▶ **Work required**:
Each line in the listing below that includes "signal" should be counted; give the total and nothing more.

* * *

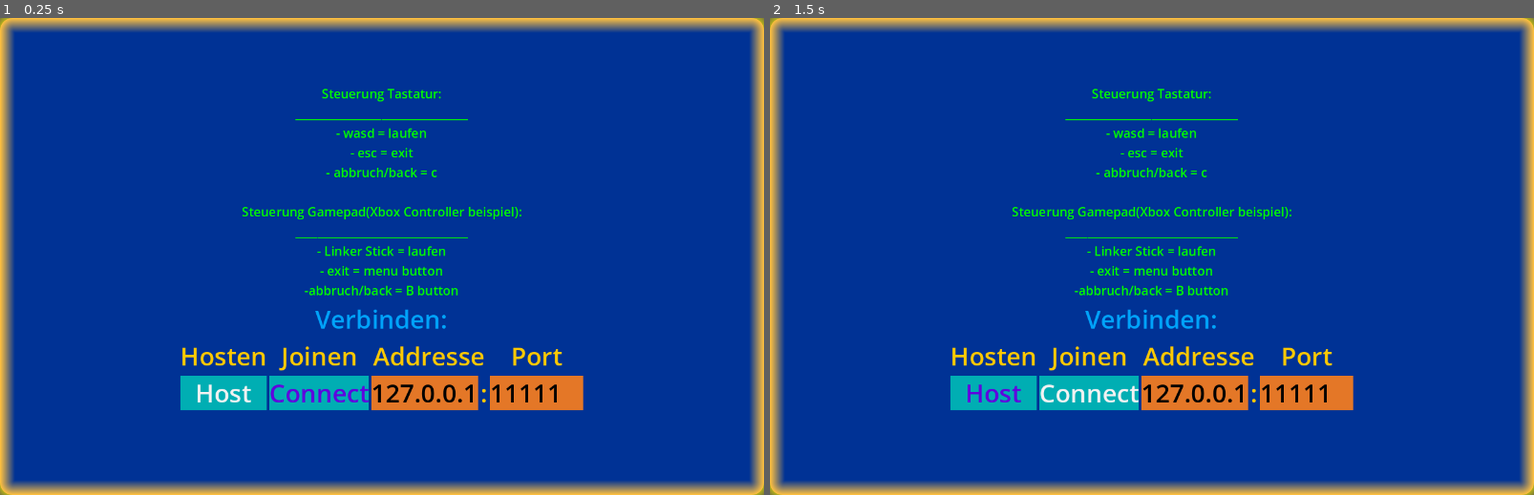
Above: before the commit, frames 1-2 (left to right).
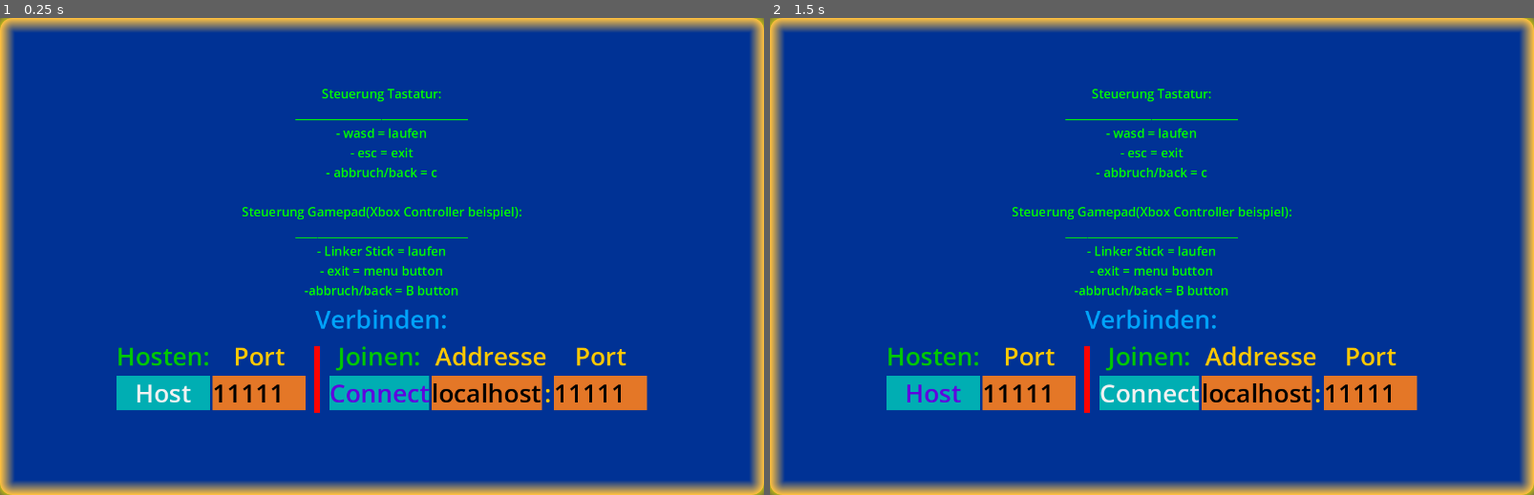
Above: after the commit, the same moments.

Repository: NIK-98/Paint_The_Ground
Game: Godot game, scene res://sceens/main.tscn
The game is run twice, just before and just after one commit, with the same random seed, the same clock (stepped at 60 frames per second) and the same inputs.
Inputs:
- Up to frame 1 (0.25 s): no input
- Up to frame 2 (1.5 s): click "Host" at 0.5 s; click "Connect" at 1.25 s

The runs differ from the first frame. In frame 1, 5.0% of the frame differs, in the area x 15-85%, y 68-83%; in frame 2, 5.0%.

Commit message:
address feld geändert und host port von join port getrent

Diff:
--- a/sceens/main.tscn
+++ b/sceens/main.tscn
@@ -42,6 +42,21 @@
 Button/styles/normal = SubResource("StyleBoxFlat_83vjx")
 Button/styles/pressed = null
 
+[sub_resource type="StyleBoxFlat" id="StyleBoxFlat_w8tww"]
+bg_color = Color(0.894118, 0.466667, 0.152941, 1)
+
+[sub_resource type="StyleBoxFlat" id="StyleBoxFlat_y8ive"]
+bg_color = Color(0.894118, 0.466667, 0.152941, 1)
+
+[sub_resource type="StyleBoxFlat" id="StyleBoxFlat_hfxwm"]
+bg_color = Color(0.894118, 0.466667, 0.152941, 1)
+
+[sub_resource type="Theme" id="Theme_4377g"]
+LineEdit/colors/font_color = Color(0, 0, 0, 1)
+LineEdit/styles/focus = SubResource("StyleBoxFlat_w8tww")
+LineEdit/styles/normal = SubResource("StyleBoxFlat_y8ive")
+LineEdit/styles/read_only = SubResource("StyleBoxFlat_hfxwm")
+
 [sub_resource type="Theme" id="Theme_s33f1"]
 Button/colors/font_color = Color(0.376471, 0, 0.87451, 1)
 Button/styles/focus = SubResource("StyleBoxFlat_qxaaj")
@@ -49,22 +64,7 @@
 Button/styles/normal = SubResource("StyleBoxFlat_83vjx")
 Button/styles/pressed = null
 
-[sub_resource type="StyleBoxFlat" id="StyleBoxFlat_w8tww"]
-bg_color = Color(0.894118, 0.466667, 0.152941, 1)
-
-[sub_resource type="StyleBoxFlat" id="StyleBoxFlat_y8ive"]
-bg_color = Color(0.894118, 0.466667, 0.152941, 1)
-
-[sub_resource type="StyleBoxFlat" id="StyleBoxFlat_hfxwm"]
-bg_color = Color(0.894118, 0.466667, 0.152941, 1)
-
 [sub_resource type="Theme" id="Theme_ihe75"]
-LineEdit/colors/font_color = Color(0, 0, 0, 1)
-LineEdit/styles/focus = SubResource("StyleBoxFlat_w8tww")
-LineEdit/styles/normal = SubResource("StyleBoxFlat_y8ive")
-LineEdit/styles/read_only = SubResource("StyleBoxFlat_hfxwm")
-
-[sub_resource type="Theme" id="Theme_4377g"]
 LineEdit/colors/font_color = Color(0, 0, 0, 1)
 LineEdit/styles/focus = SubResource("StyleBoxFlat_w8tww")
 LineEdit/styles/normal = SubResource("StyleBoxFlat_y8ive")
@@ -140,78 +140,39 @@
 
 [node name="Options" type="HBoxContainer" parent="UI/Panel/CenterContainer/Net"]
 layout_mode = 2
-
-[node name="o1" type="VBoxContainer" parent="UI/Panel/CenterContainer/Net/Options"]
-layout_mode = 2
-
-[node name="Label" type="Label" parent="UI/Panel/CenterContainer/Net/Options/o1"]
-layout_mode = 2
-theme_override_colors/font_color = Color(1, 0.788235, 0, 1)
-theme_override_font_sizes/font_size = 42
-text = "Hosten"
-horizontal_alignment = 1
-
-[node name="Host" type="Button" parent="UI/Panel/CenterContainer/Net/Options/o1"]
+theme_override_constants/separation = 40
+
+[node name="Option1" type="HBoxContainer" parent="UI/Panel/CenterContainer/Net/Options"]
+layout_mode = 2
+
+[node name="o1" type="VBoxContainer" parent="UI/Panel/CenterContainer/Net/Options/Option1"]
+layout_mode = 2
+
+[node name="Label" type="Label" parent="UI/Panel/CenterContainer/Net/Options/Option1/o1"]
+layout_mode = 2
+theme_override_colors/font_color = Color(0, 0.788235, 0, 1)
+theme_override_font_sizes/font_size = 42
+text = "Hosten:"
+horizontal_alignment = 1
+
+[node name="Host" type="Button" parent="UI/Panel/CenterContainer/Net/Options/Option1/o1"]
 layout_mode = 2
 theme = SubResource("Theme_lvwad")
 theme_override_font_sizes/font_size = 42
 text = "Host"
 script = ExtResource("2_rf3o8")
 
-[node name="o2" type="VBoxContainer" parent="UI/Panel/CenterContainer/Net/Options"]
-layout_mode = 2
-
-[node name="Label" type="Label" parent="UI/Panel/CenterContainer/Net/Options/o2"]
+[node name="o1_port" type="VBoxContainer" parent="UI/Panel/CenterContainer/Net/Options/Option1"]
+layout_mode = 2
+
+[node name="Label" type="Label" parent="UI/Panel/CenterContainer/Net/Options/Option1/o1_port"]
 layout_mode = 2
 theme_override_colors/font_color = Color(1, 0.788235, 0, 1)
 theme_override_font_sizes/font_size = 42
-text = "Joinen"
-horizontal_alignment = 1
-
-[node name="Connect" type="Button" parent="UI/Panel/CenterContainer/Net/Options/o2"]
-layout_mode = 2
-theme = SubResource("Theme_s33f1")
-theme_override_font_sizes/font_size = 42
-text = "Connect"
-
-[node name="o3" type="VBoxContainer" parent="UI/Panel/CenterContainer/Net/Options"]
-layout_mode = 2
-
-[node name="Label" type="Label" parent="UI/Panel/CenterContainer/Net/Options/o3"]
-layout_mode = 2
-theme_override_colors/font_color = Color(1, 0.788235, 0, 1)
-theme_override_font_sizes/font_size = 42
-text = "Addresse"
-horizontal_alignment = 1
-
-[node name="remote1" type="HBoxContainer" parent="UI/Panel/CenterContainer/Net/Options/o3"]
-layout_mode = 2
-
-[node name="Remote" type="LineEdit" parent="UI/Panel/CenterContainer/Net/Options/o3/remote1"]
-layout_mode = 2
-theme = SubResource("Theme_ihe75")
-theme_override_font_sizes/font_size = 42
-text = "127.0.0.1"
-max_length = 15
-expand_to_text_length = true
-
-[node name="punkt" type="Label" parent="UI/Panel/CenterContainer/Net/Options/o3/remote1"]
-layout_mode = 2
-theme_override_colors/font_color = Color(1, 0.788235, 0, 1)
-theme_override_font_sizes/font_size = 42
-text = ":"
-
-[node name="o4" type="VBoxContainer" parent="UI/Panel/CenterContainer/Net/Options"]
-layout_mode = 2
-
-[node name="Label" type="Label" parent="UI/Panel/CenterContainer/Net/Options/o4"]
-layout_mode = 2
-theme_override_colors/font_color = Color(1, 0.788235, 0, 1)
-theme_override_font_sizes/font_size = 42
 text = "Port"
 horizontal_alignment = 1
 
-[node name="port" type="LineEdit" parent="UI/Panel/CenterContainer/Net/Options/o4"]
+[node name="port" type="LineEdit" parent="UI/Panel/CenterContainer/Net/Options/Option1/o1_port"]
 layout_mode = 2
 theme = SubResource("Theme_4377g")
 theme_override_font_sizes/font_size = 42
@@ -219,6 +180,75 @@
 max_length = 5
 expand_to_text_length = true
 
+[node name="Line2D" type="Line2D" parent="UI/Panel/CenterContainer/Net/Options"]
+position = Vector2(-4, -42)
+points = PackedVector2Array(340, 54, 340, 118.919, 340, 166)
+default_color = Color(1, 0.0117647, 0, 1)
+
+[node name="Option2" type="HBoxContainer" parent="UI/Panel/CenterContainer/Net/Options"]
+layout_mode = 2
+
+[node name="o2" type="VBoxContainer" parent="UI/Panel/CenterContainer/Net/Options/Option2"]
+layout_mode = 2
+
+[node name="Label" type="Label" parent="UI/Panel/CenterContainer/Net/Options/Option2/o2"]
+layout_mode = 2
+theme_override_colors/font_color = Color(0, 0.788235, 0, 1)
+theme_override_font_sizes/font_size = 42
+text = "Joinen:"
+horizontal_alignment = 1
+
+[node name="Connect" type="Button" parent="UI/Panel/CenterContainer/Net/Options/Option2/o2"]
+layout_mode = 2
+theme = SubResource("Theme_s33f1")
+theme_override_font_sizes/font_size = 42
+text = "Connect"
+
+[node name="o3" type="VBoxContainer" parent="UI/Panel/CenterContainer/Net/Options/Option2"]
+layout_mode = 2
+
+[node name="Label" type="Label" parent="UI/Panel/CenterContainer/Net/Options/Option2/o3"]
+layout_mode = 2
+theme_override_colors/font_color = Color(1, 0.788235, 0, 1)
+theme_override_font_sizes/font_size = 42
+text = "Addresse"
+horizontal_alignment = 1
+
+[node name="remote1" type="HBoxContainer" parent="UI/Panel/CenterContainer/Net/Options/Option2/o3"]
+layout_mode = 2
+
+[node name="Remote" type="LineEdit" parent="UI/Panel/CenterContainer/Net/Options/Option2/o3/remote1"]
+layout_mode = 2
+theme = SubResource("Theme_ihe75")
+theme_override_font_sizes/font_size = 42
+text = "localhost"
+max_length = 15
+expand_to_text_length = true
+
+[node name="punkt" type="Label" parent="UI/Panel/CenterContainer/Net/Options/Option2/o3/remote1"]
+layout_mode = 2
+theme_override_colors/font_color = Color(1, 0.788235, 0, 1)
+theme_override_font_sizes/font_size = 42
+text = ":"
+
+[node name="o4" type="VBoxContainer" parent="UI/Panel/CenterContainer/Net/Options/Option2"]
+layout_mode = 2
+
+[node name="Label" type="Label" parent="UI/Panel/CenterContainer/Net/Options/Option2/o4"]
+layout_mode = 2
+theme_override_colors/font_color = Color(1, 0.788235, 0, 1)
+theme_override_font_sizes/font_size = 42
+text = "Port"
+horizontal_alignment = 1
+
+[node name="port" type="LineEdit" parent="UI/Panel/CenterContainer/Net/Options/Option2/o4"]
+layout_mode = 2
+theme = SubResource("Theme_4377g")
+theme_override_font_sizes/font_size = 42
+text = "11111"
+max_length = 5
+expand_to_text_length = true
+
 [node name="Connecting" type="Label" parent="UI/Panel/CenterContainer/Net"]
 layout_mode = 2
 theme = SubResource("Theme_iqe0b")
@@ -229,28 +259,28 @@
 
 [node name="Up" type="TouchScreenButton" parent="CanvasLayer"]
 modulate = Color(1, 1, 1, 0.521569)
-position = Vector2(154.286, 754.286)
+position = Vector2(161.429, 418.572)
 texture_normal = ExtResource("3_f5dh7")
 passby_press = true
 visibility_mode = 1
 
 [node name="Down" type="TouchScreenButton" parent="CanvasLayer"]
 modulate = Color(1, 1, 1, 0.521569)
-position = Vector2(154.286, 994.286)
+position = Vector2(161.429, 658.571)
 texture_normal = ExtResource("4_7tmhu")
 passby_press = true
 visibility_mode = 1
 
 [node name="Right" type="TouchScreenButton" parent="CanvasLayer"]
 modulate = Color(1, 1, 1, 0.521569)
-position = Vector2(274.286, 874.286)
+position = Vector2(281.429, 538.572)
 texture_normal = ExtResource("5_6bpj2")
 passby_press = true
 visibility_mode = 1
 
 [node name="Left" type="TouchScreenButton" parent="CanvasLayer"]
 modulate = Color(1, 1, 1, 0.521569)
-position = Vector2(34.2857, 874.286)
+position = Vector2(41.4286, 538.572)
 texture_normal = ExtResource("6_7t78o")
 passby_press = true
 visibility_mode = 1
@@ -265,13 +295,13 @@
 
 [node name="Back" type="TouchScreenButton" parent="CanvasLayer"]
 modulate = Color(1, 1, 1, 0.407843)
-position = Vector2(1600, 925.714)
+position = Vector2(1652.86, 537.143)
 texture_normal = ExtResource("8_40dan")
 passby_press = true
 visibility_mode = 1
 
-[connection signal="pressed" from="UI/Panel/CenterContainer/Net/Options/o1/Host" to="." method="_on_host_pressed"]
-[connection signal="pressed" from="UI/Panel/CenterContainer/Net/Options/o2/Connect" to="." method="_on_connect_pressed"]
+[connection signal="pressed" from="UI/Panel/CenterContainer/Net/Options/Option1/o1/Host" to="." method="_on_host_pressed"]
+[connection signal="pressed" from="UI/Panel/CenterContainer/Net/Options/Option2/o2/Connect" to="." method="_on_connect_pressed"]
 [connection signal="pressed" from="CanvasLayer/Up" to="." method="_on_up_pressed"]
 [connection signal="released" from="CanvasLayer/Up" to="." method="_on_up_released"]
 [connection signal="pressed" from="CanvasLayer/Down" to="." method="_on_down_pressed"]
--- a/scripts/main.gd
+++ b/scripts/main.gd
@@ -30,11 +30,7 @@
 	if block_host:
 		return
 	var peer = ENetMultiplayerPeer.new()
-	var txt : String = $UI/Panel/CenterContainer/Net/Options/o3/remote1/Remote.text
-	var port = $UI/Panel/CenterContainer/Net/Options/o4/port.text
-	if not txt.is_valid_ip_address():
-		OS.alert("Ist keine richtiege ip adresse.")
-		return
+	var port = $UI/Panel/CenterContainer/Net/Options/Option1/o1_port/port.text
 	if not port.is_valid_int():
 		OS.alert("Ist keine richtieger port.")
 		return
@@ -53,9 +49,9 @@
 	if block_host:
 		return
 	block_host = true
-	var txt : String = $UI/Panel/CenterContainer/Net/Options/o3/remote1/Remote.text
-	var port = $UI/Panel/CenterContainer/Net/Options/o4/port.text
-	if not txt.is_valid_ip_address():
+	var txt = $UI/Panel/CenterContainer/Net/Options/Option2/o3/remote1/Remote.text
+	var port = $UI/Panel/CenterContainer/Net/Options/Option2/o4/port.text
+	if not txt.is_valid_ip_address() and not txt == "localhost":
 		OS.alert("Ist keine richtiege ip adresse.")
 		return
 	if not port.is_valid_int():

* * *

▶ **Expected output**:
7